Pictures aside, repeat every record below exactly.

(Beginning of MATERIAL FOR THE TASK)

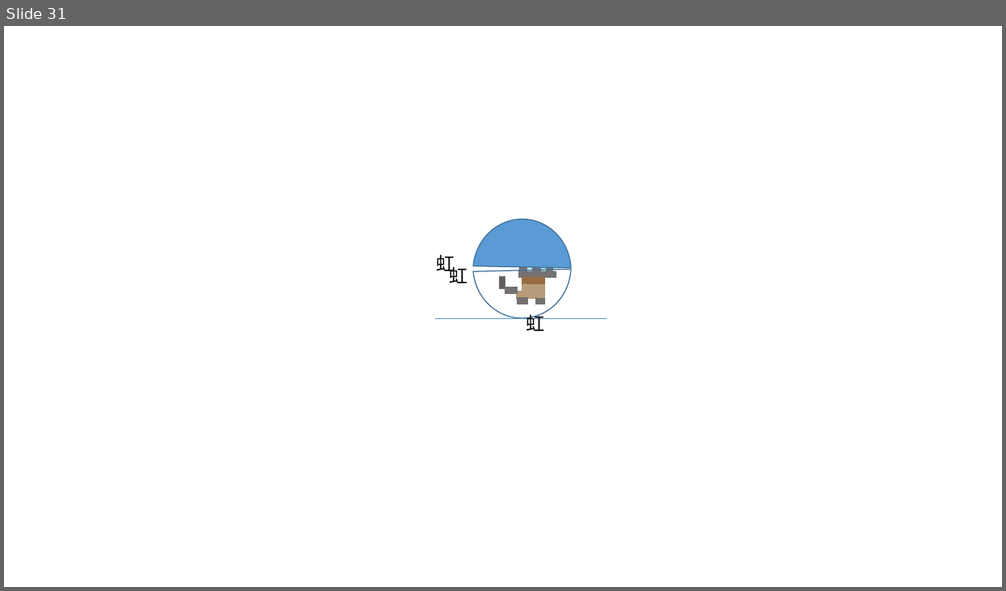
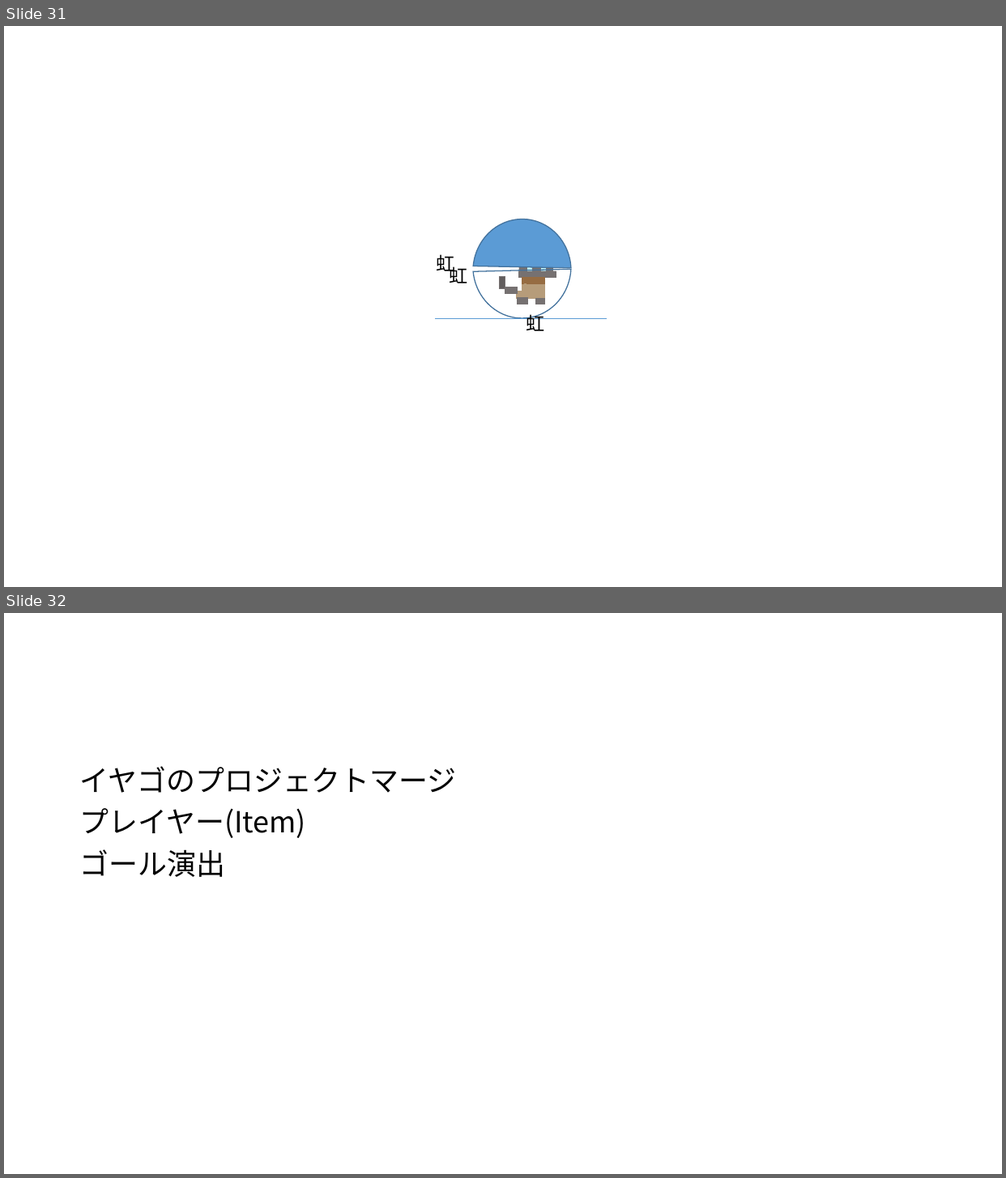
Before and after one commit to teramoti/YakinikuTabetai, a slide deck: 企画書もどき.pptx. Shown one above the other, each under a label of ours: slide 31 before the commit, slides 31 and 32 after it. The pictures are 1006x591 and 1006x1178 pixels, drawn with LibreOffice and Linux fonts; fonts in the diff are those of the drawing. Boxes give left, top, right and bottom in pixels: in the first picture for what was removed or moved away, otherwise in the second. Text is boxed around its words. In the diff, an @@ line names an element or a change of style, - is before the commit and + after.

```diff
--- a/企画書もどき.pptx
+++ b/企画書もどき.pptx
@@ slide 32 added at [4, 613, 1002, 1174], background #FFFFFF @@
@@ text added at [80, 766, 457, 877], 28 pt, text #000000 @@
+イヤゴのプロジェクトマージ
+プレイヤー(Item)
+ゴール演出
```
Also in this commit, not shown: 1 slide changed, 17 other files.

(End of MATERIAL FOR THE TASK)

**RESPONSE AREA**
Before and after one commit to teramoti/YakinikuTabetai, a slide deck: 企画書もどき.pptx. Shown one above the other, each under a label of ours: slide 31 before the commit, slides 31 and 32 after it. The pictures are 1006x591 and 1006x1178 pixels, drawn with LibreOffice and Linux fonts; fonts in the diff are those of the drawing. Boxes give left, top, right and bottom in pixels: in the first picture for what was removed or moved away, otherwise in the second. Text is boxed around its words. In the diff, an @@ line names an element or a change of style, - is before the commit and + after.

```diff
--- a/企画書もどき.pptx
+++ b/企画書もどき.pptx
@@ slide 32 added at [4, 613, 1002, 1174], background #FFFFFF @@
@@ text added at [80, 766, 457, 877], 28 pt, text #000000 @@
+イヤゴのプロジェクトマージ
+プレイヤー(Item)
+ゴール演出
```
Also in this commit, not shown: 1 slide changed, 17 other files.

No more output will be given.